- Origlass in 1945
- Born: 13 January 1908 Woodstock, Queensland, Australia
- Died: 17 May 1996 (aged 88) Balmain, Sydney
- Occupation: politician
- Political party: Balmain-Leichhardt Labor Party

= Nick Origlass =

Politician in New South Wales, Australia

Nick Origlass (13 January 1908 – 17 May 1996) was an Australian Trotskyist who served as mayor of Leichhardt in Sydney.

==Early life==
In 1932, Origlass joined the Communist Party of Australia (CPA), which was then aligned with Stalin's USSR. Expelled soon after, he became involved in the Trotskyist movement. He joined the Workers Party in 1934 and by 1937 was its leading figure. The Workers Party merged into the Communist League of Australia in 1938.

==Career==
In 1940, Origlass started working at Mort's Dock in Sydney's Balmain shipyards.
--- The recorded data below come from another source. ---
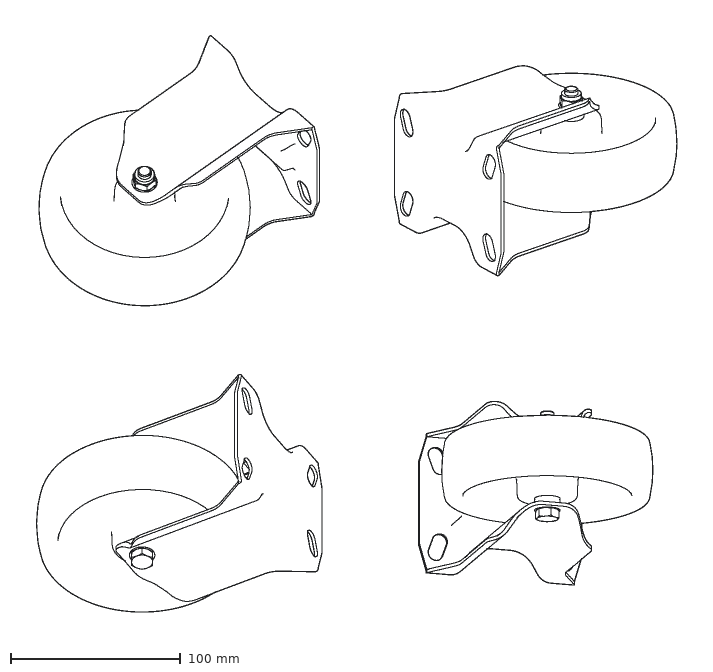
import cadquery as cq
import math


sheet = 2.0
plate_back_y = 93.4
plate_front_y = plate_back_y - sheet
leg_outer_z = 42.5
leg_gap = 45.0
bend_radius = 1.5

strip_half = 6.2
wall_angle = math.radians(60)
valley_radius = 17.7
ridge_radius = 7.5
strip_inner_z = leg_gap / 2
strip_outer_z = strip_inner_z + sheet
flange_inner_z = leg_outer_z - sheet

leg_end_y = -11.5
leg_end_corner_x = 14.0
leg_waist = (23.0, 4.2)
leg_shoulder_y = 13.2
leg_half_width = 32.4
leg_flare_y = 69.6
leg_root_half_width = 45.6
leg_corner_radius = 10.0
flare_radius = 16.7

plate_half_width = 50.1
plate_side_half_height = 25.2
slot_x = 38.8
slot_z = 26.3
slot_width = 9.2
slot_length = 16.8
slot_tilt = 20.0

pad_half_length = 29.4
pad_half_height = 11.4
pad_rise = 7.5
pad_taper = 12.0
pad_top_radius = 2.3
pad_base_radius = 1.5

sleeve_diameter = 15.0
hex_flats = 12.5
hex_height = 5.3
hex_bevel_angle = math.radians(30)
collar_diameter = 11.7
collar_height = 2.5
stud_diameter = 8.0
stud_tip_z = 35.3
stud_chamfer = 0.6

wheel_radius = 62.3
tread_edge_radius = 60.2
tyre_half_width = 17.5
rim_lip_radius = 49.8
rim_root_radius = 48.9
web_half_at_rim = 2.8
web_half_at_hub = 3.9
hub_top_radius = 17.6
hub_root_radius = 18.2
wheel_fillet = 2.0


def mirrored(shape, plane):
    return shape.union(shape.mirror(plane))


def below_leg_face(strip_z, flange_z, valley, ridge):
    """Quarter block between the mid-plane and one face of the upper leg."""
    sin_wall, cos_wall = math.sin(wall_angle), math.cos(wall_angle)
    wall_start_x = strip_half + valley * sin_wall
    wall_start_z = strip_z + valley * (1 - cos_wall)
    wall_end_z = flange_z - ridge * (1 - cos_wall)
    wall_end_x = wall_start_x + (wall_end_z - wall_start_z) / math.tan(wall_angle)
    flange_x = wall_end_x + ridge * sin_wall
    return (
        cq.Workplane("XZ", origin=(0, plate_back_y, 0))
        .lineTo(0, strip_z)
        .lineTo(strip_half, strip_z)
        .radiusArc((wall_start_x, wall_start_z), -valley)
        .lineTo(wall_end_x, wall_end_z)
        .radiusArc((flange_x, flange_z), ridge)
        .lineTo(plate_half_width, flange_z)
        .lineTo(plate_half_width, 0)
        .close()
        .extrude(plate_back_y - leg_end_y)
    )


def leg_plan_block():
    """Half of the leg outline, standing over the full leg height."""
    block = (
        cq.Workplane("XY")
        .polyline([
            (0, leg_end_y),
            (leg_end_corner_x, leg_end_y),
            leg_waist,
            (leg_half_width, leg_shoulder_y),
            (leg_half_width, leg_flare_y),
            (leg_root_half_width, plate_front_y),
            (leg_root_half_width, plate_back_y),
            (0, plate_back_y),
        ])
        .close()
        .extrude(leg_outer_z)
    )
    rounded_corners = [
        (leg_end_corner_x, leg_end_y, leg_corner_radius),
        (*leg_waist, leg_corner_radius),
        (leg_half_width, leg_shoulder_y, leg_corner_radius),
        (leg_half_width, leg_flare_y, flare_radius),
    ]
    for x, y, radius in rounded_corners:
        corner = cq.selectors.NearestToPointSelector((x, y, leg_outer_z / 2))
        block = block.edges("|Z").edges(corner).fillet(radius)
    return block


def plate_block():
    """Quarter of the mounting plate with its slot, before the leg shape trims it."""
    block = (
        cq.Workplane("XZ", origin=(0, plate_back_y, 0))
        .polyline([
            (0, 0),
            (plate_half_width, 0),
            (plate_half_width, plate_side_half_height),
            (leg_root_half_width, flange_inner_z),
            (leg_root_half_width, leg_outer_z),
            (0, leg_outer_z),
        ])
        .close()
        .extrude(sheet)
    )
    slot = (
        cq.Workplane("XZ", origin=(0, plate_back_y, 0))
        .center(slot_x, slot_z)
        .slot2D(slot_length, slot_width, 90 - slot_tilt)
        .extrude(sheet)
    )
    return block.cut(slot)


def add_pad(bracket):
    """Add a tapered pad to the front of the plate, rounded at its top and flared at its base."""
    pad = (
        cq.Workplane("XZ", origin=(0, plate_front_y, 0))
        .rect(2 * pad_half_length, 2 * pad_half_height)
        .extrude(pad_rise, taper=pad_taper)
        .faces("<Y").edges().fillet(pad_top_radius)
    )
    margin = pad_base_radius
    base_zone = cq.selectors.BoxSelector(
        (-pad_half_length - margin, plate_front_y - margin, -pad_half_height - margin),
        (pad_half_length + margin, plate_front_y + margin, pad_half_height + margin),
        boundingbox=True,
    )
    return bracket.union(pad).edges(base_zone).fillet(pad_base_radius)


def make_bracket():
    """Bent sheet-metal plate and legs, with a hole through both legs for the axle sleeve."""
    outer = below_leg_face(
        strip_outer_z, leg_outer_z, valley_radius - sheet, ridge_radius + sheet
    )
    inner = below_leg_face(strip_inner_z, flange_inner_z, valley_radius, ridge_radius)
    leg = outer.cut(inner).intersect(leg_plan_block())
    quarter = leg.union(plate_block().intersect(outer))
    quarter = quarter.edges(">Z").edges(">Y").fillet(bend_radius)
    bracket = add_pad(mirrored(mirrored(quarter, "YZ"), "XY"))
    return bracket.cut(make_sleeve())


def hexagon(base_z):
    """Hexagon with corners towards +Y and -Y, its corners bevelled at both ends."""
    corner_diameter = hex_flats / math.cos(math.pi / 6)
    bevel_width = (corner_diameter - hex_flats) / 2
    bevel_height = bevel_width * math.tan(hex_bevel_angle)
    envelope = (
        cq.Workplane("XY", origin=(0, 0, base_z))
        .circle(corner_diameter / 2)
        .extrude(hex_height)
        .edges("%CIRCLE")
        .chamfer(bevel_height, bevel_width)
    )
    prism = (
        cq.Workplane("XY", origin=(0, 0, base_z))
        .transformed(rotate=(0, 0, 90))
        .polygon(6, corner_diameter)
        .extrude(hex_height)
    )
    return prism.intersect(envelope)


def make_sleeve():
    return (
        cq.Workplane("XY", origin=(0, 0, -strip_outer_z))
        .circle(sleeve_diameter / 2)
        .extrude(2 * strip_outer_z)
    )


def make_axle():
    """Sleeve flush with the outer leg faces, with bolt head below, lock nut and stud end above."""
    nut_top_z = strip_outer_z + hex_height
    collar = (
        cq.Workplane("XY", origin=(0, 0, nut_top_z))
        .circle(collar_diameter / 2)
        .extrude(collar_height)
    )
    stud = (
        cq.Workplane("XY", origin=(0, 0, nut_top_z))
        .circle(stud_diameter / 2)
        .extrude(stud_tip_z - nut_top_z)
        .faces(">Z").edges().chamfer(stud_chamfer)
    )
    head = hexagon(-strip_outer_z - hex_height)
    nut = hexagon(strip_outer_z)
    return make_sleeve().union(head).union(nut).union(collar).union(stud)


def make_wheel():
    """Crowned wheel with a recessed conical web on both sides and a central hub."""
    upper_half = [
        (rim_lip_radius, tyre_half_width),
        (rim_root_radius, web_half_at_rim),
        (hub_root_radius, web_half_at_hub),
        (hub_top_radius, tyre_half_width),
        (0, tyre_half_width),
    ]
    lower_half = [(r, -z) for r, z in reversed(upper_half)]
    wheel = (
        cq.Workplane("XZ")
        .moveTo(tread_edge_radius, -tyre_half_width)
        .threePointArc((wheel_radius, 0), (tread_edge_radius, tyre_half_width))
        .polyline(upper_half + lower_half, includeCurrent=True)
        .close()
        .revolve(360, (0, 0, 0), (0, 1, 0))
    )
    ring_edges = [edge for edge in wheel.edges().vals() if edge.IsClosed()]
    return wheel.newObject(ring_edges).fillet(wheel_fillet)


def make_wheel_with_axle():
    return make_wheel().union(make_axle())


bracket = make_bracket()
wheel_with_axle = make_wheel_with_axle()

result = cq.Compound.makeCompound([bracket.val(), wheel_with_axle.val()])

He was elected as a shop steward with the Federated Ironworkers Association of Australia. Together with fellow Trotskyists Laurie Short and Jim McClelland, he battled with the CPA-dominated leadership of the union. After Hitler's invasion of the USSR in 1941, the CPA supported the Australian war effort, but the Trotskyists did not. In 1941, the Communist League was banned by the Australian government because of its anti-war stance. In 1942, Origlass started publishing a newspaper called The Socialist to propagandise for Trotskyism. The struggle in the union culminated in 1945 when the leadership removed Origlass from his position as a shop steward. The Balmain waterfront responded by going on strike against the union, and Origlass was re-instated. Short and McClelland left the Trotskyist movement soon afterwards, becoming prominent figures in the Australian Labor Party (ALP). Short became national secretary of the union in 1951, defeating the CPA's Ernie Thornton after a bitter legal battle.
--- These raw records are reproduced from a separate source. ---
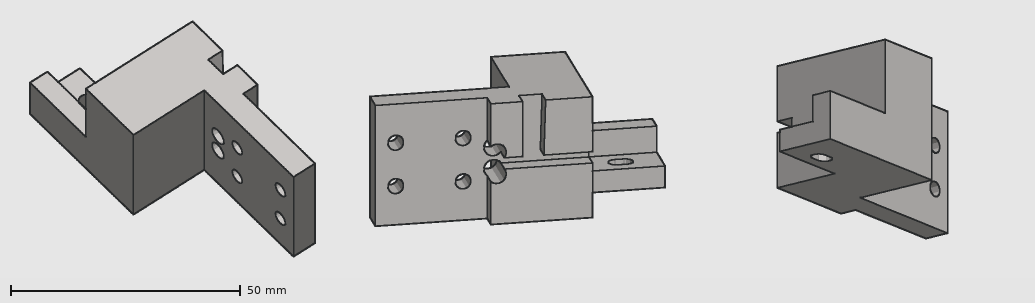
import cadquery as cq

length = 67.0
depth = 29.9
height = 28.0

block_left = 19.4
block_right = 36.0
plate_thickness = 6.0
pad_right = 42.1
pad_thickness = 4.0
plate_back = depth - pad_thickness
plate_front = plate_back - plate_thickness

foot_depth = 14.0
foot_thickness = 5.0
lip_depth = 4.9
lip_height = 11.05

slot_x = 9.0
slot_y = 9.45
slot_length = 5.5
slot_width = 3.5

groove_bottom = 12.65
groove_top = 15.3
notch_left = 29.9
notch_right = 35.05
notch_taper = 0.5

hole_diameter = 3.4
hole_columns = (47.45, 62.45)
hole_spacing = 10.05
pair_diameter = 4.1
pair_x = 40.75
pair_spacing = 5.0


def box(left, right, front, back, bottom, top):
    """Return a box spanning the given limits."""
    size = (right - left, back - front, top - bottom)
    return cq.Workplane("XY").box(*size, centered=False).translate((left, front, bottom))


def plate_holes(x, spacing, diameter):
    """Return two cylinders along Y, spaced equally about mid-height."""
    centers = [(x, height / 2 + side * spacing / 2) for side in (-1, 1)]
    return cq.Workplane("XZ").pushPoints(centers).circle(diameter / 2).extrude(-depth)


def body():
    """Return the block with its plate, back pad and stepped foot."""
    block = box(block_left, block_right, 0, depth, 0, height)
    plate = box(block_right, length, plate_front, plate_back, 0, height)
    pad = box(block_right, pad_right, plate_back, depth, 0, height)
    foot = box(0, block_left, 0, foot_depth, 0, foot_thickness)
    lip = box(0, block_left, 0, lip_depth, 0, lip_height)
    return block.union(plate).union(pad).union(foot).union(lip)


def foot_slot():
    """Return the round-ended cutter through the foot."""
    slot = cq.Workplane("XY").center(slot_x, slot_y).slot2D(slot_length, slot_width)
    return slot.extrude(foot_thickness)


def back_notch():
    """Return the notch from the top to the groove, its left wall sloping inward going down."""
    outline = [
        (notch_left, height),
        (notch_right, height),
        (notch_right, groove_bottom),
        (notch_left + notch_taper, groove_bottom),
    ]
    notch = cq.Workplane("XZ", origin=(0, depth, 0)).polyline(outline).close()
    return notch.extrude(pad_thickness)


groove = box(block_left, pad_right, plate_back, depth, groove_bottom, groove_top)

result = body().cut(foot_slot()).cut(groove).cut(back_notch())
result = result.cut(plate_holes(pair_x, pair_spacing, pair_diameter))
for column_x in hole_columns:
    result = result.cut(plate_holes(column_x, hole_spacing, hole_diameter))

Meanwhile, Origlass formed the Labor Socialist Group to pursue an entrist strategy inside the ALP. In 1952, he ceased publication of The Socialist so he would be allowed to join the party. In 1958 he was elected to Leichhardt Council for the ALP. A decade later he was expelled from the ALP but re-elected to the council on an "Independent Labor" ticket. He served as mayor of Leichhardt Council in 1971–1972. In the 1989 in partnership with long time ally Issy Wyner, Origlass instituted the radical democratic system of Open Council where the public had agency to address Councilors directly during council meetings. When he retired from council in 1995, he had had only a four-year break in 1980–1984 in over 30 years as an alderman.

==Death==
Origlass suffered from cancer for a year before he died in Balmain on 17 May 1996. He was 88. He left his wife Joan and son, Peter.